I know it seems like you hear it all the time from me, “it’s important to track your nutrition.” But it couldn’t be more important to get the extreme results you want. It’s commonly stated that working out is only 20% of weight loss, leaving 80% to nutrition. You can press play everyday and work really hard, but you simply cannot outwork a bad diet. Your results will be AVERAGE at best. That’s not what we are after here. Average results cause people to lose motivation and to quit the program. I did this when I first started and I see people doing it everyday. Doing a workout program is not a license to eat anything and everything. To really change, you must change.
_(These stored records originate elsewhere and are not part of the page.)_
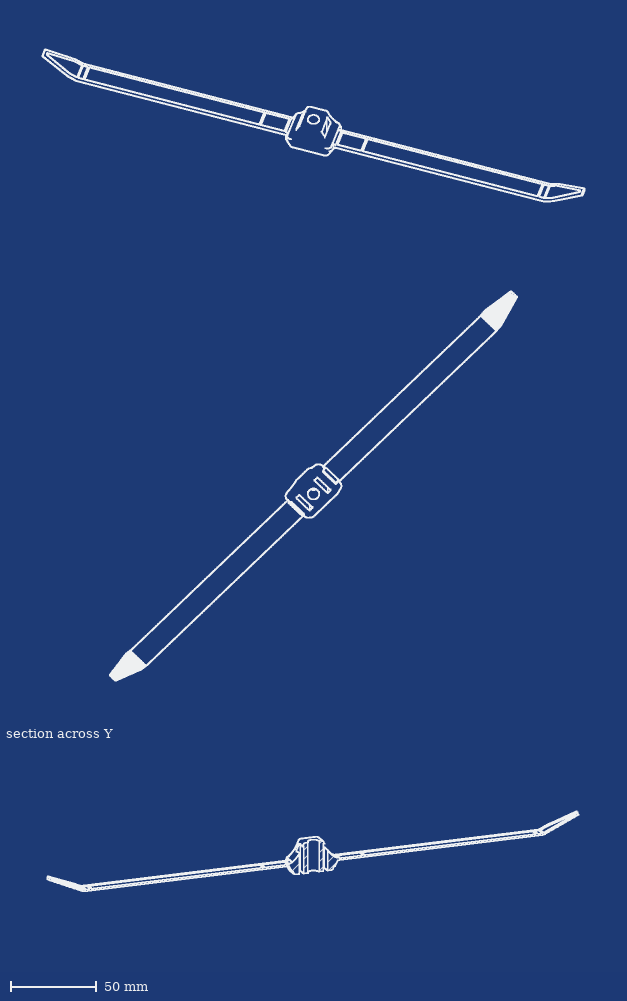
import cadquery as cq
import math

overall_length = 331.23
head_height = 19.05
head_width = 20.32

base_half_length = 12.0
parting_half_length = 14.6
parting_height = 6.0
shoulder_half_length = 13.4
shoulder_height = 8.1
flank_half_length = 8.9
flank_height = 12.7
crown_half_length = 6.3

base_half_width = 9.95
parting_half_width = head_width / 2
crown_half_width = 9.2
side_draft = (parting_half_width - crown_half_width) / (head_height - parting_height)
shoulder_half_width = parting_half_width - side_draft * (shoulder_height - parting_height)

base_corner_radius = 2.8
shoulder_corner_radius = 2.0
base_edge_fillet = 1.0
hood_fillet = 2.0

bore_diameter = 6.6
slot_outer = 8.8
slot_inner = 6.2
slot_width = 11.0
slot_ceiling = 16.8

strap_width = 13.1
strap_thickness = 1.7
edge_bulge = 0.9
strap_middle = 6.4
panel_depth = 0.3
panel_border = 1.9
cross_rib = 1.0
panel_start = 16.3
first_rib = 31.2
second_rib = 139.2

gusset_width = 10.8
gusset_reach = 15.3
gusset_top = 8.0
gusset_bottom = 2.2
gusset_bottom_half_length = 13.6

bend_middle = 143.2
tip_angle = 24.0
taper_start = 148.2
tip_width = 5.0
groove_pitch = 1.5
groove_width = 0.75
groove_depth = 0.25

half_rib = cross_rib / 2
half_thick = strap_thickness / 2
panel_half_width = strap_width / 2 - panel_border
tip_cos = math.cos(math.radians(tip_angle))
tip_sin = math.sin(math.radians(tip_angle))
bend_radius = half_rib / math.tan(math.radians(tip_angle / 2))
tip_straight = (taper_start - bend_middle) / tip_cos
tip_reach = (overall_length / 2 - bend_middle - half_thick * tip_sin) / tip_cos


def rounded_rectangle(height, half_length, half_width, corner_radius):
    """Rounded rectangle at the given height, centred on the Z axis."""
    return (
        cq.Sketch()
        .rect(2 * half_length, 2 * half_width)
        .vertices()
        .fillet(corner_radius)
        .moved(cq.Location(cq.Vector(0, 0, height)))
    )


def head_base():
    """Foot of the head, widest at the parting plane, with a short lip above it."""
    bottom = rounded_rectangle(0, base_half_length, base_half_width, base_corner_radius)
    parting = rounded_rectangle(
        parting_height, parting_half_length, parting_half_width, base_corner_radius
    )
    shoulder = rounded_rectangle(
        shoulder_height, shoulder_half_length, shoulder_half_width, shoulder_corner_radius
    )
    foot = cq.Workplane("XY").placeSketch(bottom, parting).loft(ruled=True)
    foot = foot.faces("<Z").edges().fillet(base_edge_fillet)
    lip = cq.Workplane("XY").placeSketch(parting, shoulder).loft(ruled=True)
    return foot.union(lip)


def head_hood():
    """Drafted upper part of the head with concave flanks rising to a flat crown."""
    flanks = (
        cq.Workplane("XZ")
        .moveTo(-shoulder_half_length, shoulder_height)
        .threePointArc((-flank_half_length, flank_height), (-crown_half_length, head_height))
        .lineTo(crown_half_length, head_height)
        .threePointArc((flank_half_length, flank_height), (shoulder_half_length, shoulder_height))
        .close()
        .extrude(parting_half_width, both=True)
    )
    sides = (
        cq.Workplane("YZ")
        .moveTo(-shoulder_half_width, shoulder_height)
        .lineTo(-crown_half_width, head_height)
        .lineTo(crown_half_width, head_height)
        .lineTo(shoulder_half_width, shoulder_height)
        .close()
        .extrude(parting_half_length, both=True)
    )
    hood = flanks.intersect(sides)
    hood = hood.edges("not (#Z or |X or |Y)").fillet(hood_fillet)
    return hood.faces(">Z").edges().fillet(hood_fillet)


def head_openings():
    """Central bore and the two tie slots, all open at the bottom."""
    openings = cq.Workplane("XY").circle(bore_diameter / 2).extrude(head_height)
    for side in (-1, 1):
        slot = cq.Workplane("XY").box(
            slot_outer - slot_inner, slot_width, slot_ceiling, centered=(True, True, False)
        )
        openings = openings.union(slot.translate((side * (slot_outer + slot_inner) / 2, 0, 0)))
    return openings


def rounded_section(plane, width):
    """Flat section whose two edges are single bulging arcs."""
    flat = width / 2 - edge_bulge
    return (
        plane.moveTo(-flat, -half_thick)
        .lineTo(flat, -half_thick)
        .threePointArc((width / 2, 0), (flat, half_thick))
        .lineTo(-flat, half_thick)
        .threePointArc((-width / 2, 0), (-flat, -half_thick))
        .close()
    )


def strap_section(x):
    """Sketch of the full-width strap section at distance x from the YZ plane."""
    return rounded_section(cq.Workplane("YZ", origin=(x, 0, 0)), strap_width)


def panel(outline):
    """Cutter for a panel with the given XY outline, in the frame of a flat strap."""
    floor = half_thick - panel_depth
    return cq.Workplane("XY", origin=(0, 0, floor)).polyline(outline).close().extrude(strap_thickness)


def rectangular_panel(start, end):
    """Cutter for a panel between two distances along the strap."""
    return panel(
        [
            (start, -panel_half_width),
            (end, -panel_half_width),
            (end, panel_half_width),
            (start, panel_half_width),
        ]
    )


def flat_band():
    """Straight part of one strap half, from the head centre to the bend."""
    band = strap_section(0).extrude(bend_middle - half_rib)
    band = band.cut(rectangular_panel(panel_start, first_rib - half_rib))
    band = band.cut(rectangular_panel(first_rib + half_rib, second_rib - half_rib))
    return band.cut(rectangular_panel(second_rib + half_rib, bend_middle - half_rib))


def bend():
    """Short curved stretch turning the strap upwards."""
    return strap_section(bend_middle - half_rib).revolve(
        tip_angle, (1, bend_radius, 0), (-1, bend_radius, 0)
    )


def grip_grooves():
    """Cutters for the cross grooves in the underside of the flat tip."""
    count = math.floor((tip_reach - groove_pitch) / groove_pitch)
    grooves = cq.Workplane("XY")
    for number in range(count):
        groove = cq.Workplane("XY").box(groove_width, 2 * strap_width, 2 * groove_depth)
        grooves = grooves.add(groove.translate(((number + 1) * groove_pitch, 0, -half_thick)))
    return grooves.combine()


def tip():
    """Tapered strap end, made flat and then swung up about the middle of the bend."""
    straight = strap_section(half_rib).extrude(tip_straight - half_rib)
    taper_base = strap_section(tip_straight)
    end_plane = taper_base.workplane(offset=tip_reach - tip_straight)
    taper = rounded_section(end_plane, tip_width).loft(ruled=True)
    end_half_width = tip_width / 2 - panel_border
    panel_end = tip_reach - panel_border
    tip_panel = panel(
        [
            (half_rib, -panel_half_width),
            (tip_straight, -panel_half_width),
            (panel_end, -end_half_width),
            (panel_end, end_half_width),
            (tip_straight, panel_half_width),
            (half_rib, panel_half_width),
        ]
    )
    flat_tip = straight.union(taper).cut(tip_panel).cut(grip_grooves())
    return flat_tip.rotate((0, 0, 0), (0, 1, 0), -tip_angle).translate((bend_middle, 0, 0))


def gusset():
    """Wedge that blends the strap root into the end of the head, above and below the strap."""
    return (
        cq.Workplane("XZ")
        .moveTo(0, gusset_top)
        .lineTo(shoulder_half_length, gusset_top)
        .lineTo(gusset_reach, strap_middle + half_thick)
        .lineTo(gusset_reach, strap_middle - half_thick)
        .lineTo(gusset_bottom_half_length, gusset_bottom)
        .lineTo(0, gusset_bottom)
        .close()
        .extrude(gusset_width / 2, both=True)
    )


def strap_half():
    """Strap on the +X side with its gusset."""
    band = flat_band().union(bend()).union(tip())
    return band.translate((0, 0, strap_middle)).union(gusset())


head = head_base().union(head_hood())
right_strap = strap_half()
left_strap = right_strap.mirror("YZ")
result = head.union(right_strap).union(left_strap).cut(head_openings())

Now that you know that tracking nutrition is important, what plan should you be doing? That depends. What are your goals? Are you trying to lose weight, maintain, or gain muscle? All Beachbody programs have a nutrition guide that helps you to determine what calorie intake is right for you. As a rule, the typical male should not go under 1500 calories/day while females should not go below 1200. My favorite nutrition plan for weight loss is the P90X Fat Shredder plan. You can find more info about it here.
Make tracking a habit!
The key to success with nutrition is making is a habit. This only comes with consistency. One of my favorite quotes is from John C. Maxwell. He says, “Consistency wins the day.” This couldn’t be more true. Take it from me, I used to be in the group I described earlier. I would start a program like P90X and still eat like I did before, possibly even more! Results came slow–really slow and it was so easy to get discouraged when results weren’t showing. But nutrition doesn’t have to be some pie in the sky idea (hint: pie is not a good idea lol). It can actually be really simple. It takes a little while to get used to, but it’s easy and is important for winning with food.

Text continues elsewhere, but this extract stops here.